Stephen Crawley's blog
The Current Directory
The notion of a "current directory" allows users (and applications) to use shorter relative pathnames for objects in the file system. This concept is common to all modern operating systems, and also to the classic Java runtime system.
However, there are important differences between the UNIX/Linux and classic Java models of the "current directory".
- The UNIX/Linux 'current directory' is part of the state of a process. Changing one processes current dierectory has no effect on the current directory of other processes. By contrast, the classic Java "current directory" is the value of a System property, and is shared by all entities in the VM.
Command return codes
A typical UNIX command sets a return code when it completes to say whether it succeeded or failed. A C/C++ application calls the 'exit' function, and a Java application calls System.exit.
UNIX shells and other scripting languages rely on return codes at a pretty fundamental level. So if we want to implement a UNIX-like shell, we need to have a way to get return codes from JNode commands.

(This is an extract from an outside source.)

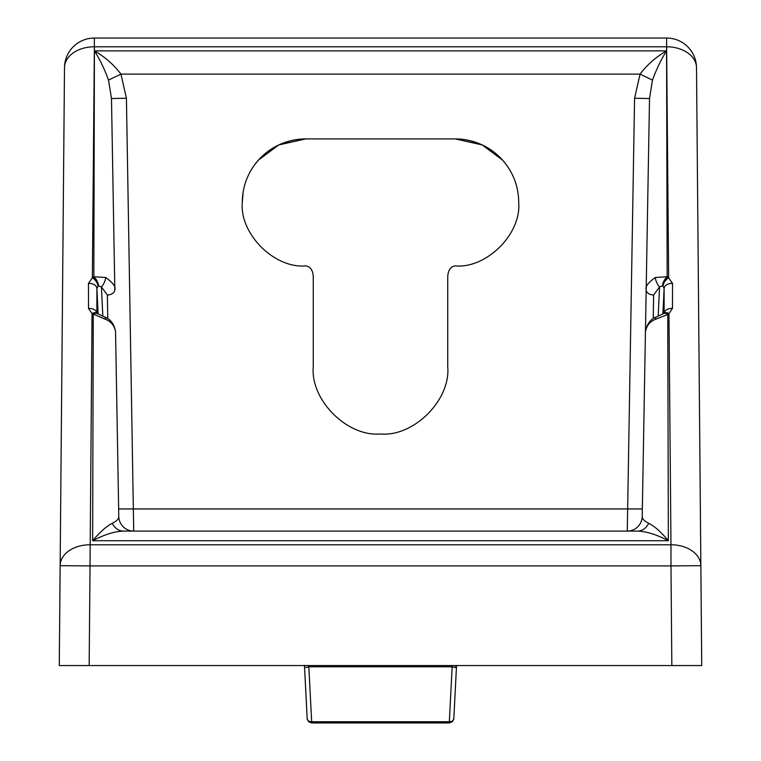 <?xml version="1.0" encoding="UTF-8"?>
<svg xmlns="http://www.w3.org/2000/svg" width="761" height="761" viewBox="0 0 761 761"><rect width="100%" height="100%" fill="white"/><g stroke="black" fill="none" stroke-linecap="round" stroke-linejoin="round"><path stroke-width="1.14" d="M97.142 313.418A7.467 4.119 131.4 0 0 96.98 313.266A7.467 4.119 131.4 0 0 92.043 313.589L88.523 308.443L88.457 283.473L92.357 277.736A7.467 3.976 51 0 1 97.979 286.231L98.53 285.86A7.467 3.329 -119.8 0 0 93.831 276.738L105.636 277.48C112.866 282.597 115.929 286.688 114.825 289.76L111.487 98.53L108.519 80.067C104.428 68.899 99.729 59.168 94.421 50.873L93.831 276.738L92.357 277.736L94.374 46.802L666.626 46.802L666.626 38.05A29.879 29.879 0 0 1 696.505 67.672L701.728 665.561L89.161 665.561L90.026 565.918L60.148 565.661L64.495 67.672A29.879 29.879 0 0 1 94.374 38.05L94.374 46.802A29.879 21.127 -179.5 0 0 64.495 67.672A29.879 29.879 0 0 1 94.374 38.05L666.626 38.05A29.879 29.879 0 0 1 696.505 67.672A29.879 21.127 179.5 0 0 666.626 46.802L668.643 277.736L672.543 283.473L672.477 308.443L668.957 313.589L670.974 544.79A29.879 21.127 -0.5 0 1 700.852 565.661L670.974 565.918L671.839 665.561M303.544 665.561L301.261 665.561M105.579 319.335A7.467 3.025 -65.6 0 0 104.523 316.918L97.332 313.532A7.467 3.586 -56.8 0 0 93.251 314.502L92.642 540.719C99.948 532.025 106.511 526.203 112.314 523.264C116.756 521.133 118.916 518.85 118.783 516.415L115.558 331.92C114.55 325.794 111.23 321.599 105.579 319.335L92.043 313.589L90.026 565.918L670.974 565.918L670.974 544.79L90.026 544.79A29.879 21.127 0.5 0 0 60.148 565.661L59.272 665.561L89.161 665.561M668.358 540.719L667.749 314.502L655.421 319.335C649.77 321.599 646.45 325.794 645.442 331.92L642.217 516.415C642.189 518.916 644.348 521.199 648.686 523.264C654.65 526.298 661.204 532.12 668.358 540.719C656.667 534.593 646.393 531.387 637.528 531.092L123.472 531.092C114.607 531.387 104.333 534.593 92.642 540.719L668.358 540.719M672.477 308.443A7.467 5.289 180 0 0 664.153 313.142M663.858 313.418A7.467 4.119 48.6 0 1 664.02 313.266L664.02 313.266A7.467 4.119 48.6 0 1 668.957 313.589L667.749 314.502A7.467 3.586 56.8 0 0 663.668 313.532L664.286 312.999L664.115 313.608M672.543 283.473A7.467 5.289 180 0 0 664.115 288.533L664.115 313.18M655.364 277.48A7.467 2.863 63.6 0 0 659.559 286.935L662.47 285.86A7.467 3.329 119.8 0 1 667.169 276.738L666.579 50.873C661.138 59.501 656.439 69.232 652.481 80.067L649.514 98.53L646.175 289.76C645.071 286.688 648.134 282.597 655.364 277.48L667.169 276.738L668.643 277.736A7.467 3.976 129 0 0 663.021 286.231L664.115 288.533L662.898 313.989M304.923 666.084L304.457 665.342M308.842 665.561L308.842 666.769L305.798 667.568M452.158 665.561L452.158 666.769L308.842 666.769L311.658 721.742L449.342 721.742A4.48 3.272 2.9 0 0 453.822 718.717A4.48 3.272 2.9 0 0 453.822 718.698A4.48 3.272 2.9 0 0 453.822 718.574L456.524 665.78L453.822 718.698L452.481 721.666L449.342 722.95L449.342 721.742L452.158 666.769L455.202 667.568L456.077 666.084M456.543 665.342L455.202 667.568M97.332 313.532L96.714 312.999L96.885 313.608M652.481 80.067L640.049 74.112C647.24 64.666 656.087 56.913 666.579 50.873L94.421 50.873C104.913 56.913 113.75 64.656 120.951 74.112L108.519 80.067M279.839 144.447L305.798 138.902A63.496 63.496 0 0 0 242.302 202.397C239.458 233.817 274.379 268.738 305.798 265.893C310.298 266.569 312.79 270.088 313.266 276.462L313.266 366.745C310.26 400.01 347.235 436.985 380.5 433.979C413.765 436.985 450.74 400.01 447.734 366.745L447.734 276.462C448.21 270.088 450.702 266.569 455.202 265.893C486.621 268.738 521.542 233.817 518.698 202.397A63.496 63.496 0 0 0 455.202 138.902L305.798 138.902L278.735 144.951L258.417 160.124L255.239 163.976M505.761 163.976L502.583 160.124L482.265 144.951L455.202 138.902L481.161 144.447M637.528 531.092A14.944 12.69 90 0 0 648.686 523.264M112.314 523.264A14.944 12.69 -90 0 0 123.472 531.092M104.523 316.918L104.523 316.918C110.697 319.249 114.378 324.253 115.558 331.92M118.783 516.415A14.944 14.944 0 0 0 133.717 531.092L126.421 98.264L120.951 74.112L640.049 74.112L634.579 98.264L649.514 98.53L642.351 508.947L118.649 508.947L117.727 456.096M98.53 285.86L101.441 286.935L107.358 294.992A7.467 5.099 -1 0 0 114.825 289.76L111.487 98.53L126.421 98.264M96.847 313.142A7.467 5.289 180 0 0 88.523 308.443M88.457 283.473A7.467 5.289 0 0 1 96.885 288.533L97.979 286.231M96.885 313.18L96.885 288.533L98.102 313.989M645.442 331.92C646.821 323.996 650.503 318.992 656.477 316.918L656.477 316.918A7.467 3.025 65.6 0 0 655.421 319.335M643.949 417.256L646.175 289.76A7.467 5.099 1 0 0 653.642 294.992L659.559 286.935L658.17 316.176M634.579 98.264L627.283 531.092A14.944 14.944 0 0 0 642.217 516.415M102.83 316.176L101.441 286.935A7.467 2.863 -63.6 0 0 105.636 277.48M243.073 192.523L242.302 202.397M311.658 722.95L308.519 721.666L307.178 718.726L304.476 665.78L307.178 718.574A4.48 3.272 -2.9 0 0 307.178 718.698A4.48 3.272 -2.9 0 0 307.178 718.717A4.48 3.272 -2.9 0 0 311.658 721.742L311.658 722.95L449.342 722.95M313.266 331.739L313.266 366.745M308.547 665.561L308.7 666.769M452.453 665.561L452.3 666.769M668.091 277.318A7.467 3.738 125.3 0 0 662.812 286.079L663.021 286.231M98.188 286.079A7.467 3.738 -125.3 0 0 92.909 277.318M107.358 294.992L107.767 318.716M653.233 318.716L653.642 294.992M656.477 316.918L663.668 313.532M482.265 144.951L502.583 160.124M258.417 160.124L278.735 144.951"/></g></svg>

It appears that calling System.exit() from a JNode command should cause a VMExit exception to be thrown, holding the status value from the exit(int) call. I can catch this exception in the shell and snaffle the status value as a return code. However, there are some problems:
Bjorne progress
I've made significant progress on the bjorne shell. It can tokenize and parse most of the grammar (apart "here" documents), and it can execute shell variable assignments and simple commands with simple '$' expansions.
I'm now running into a number of issues in the nexus between the shell and invoked commands. These include how to support return codes, numbered file descriptors, PIDs/job control, environment variables and the current directory. I'll talk about these in future blog entries.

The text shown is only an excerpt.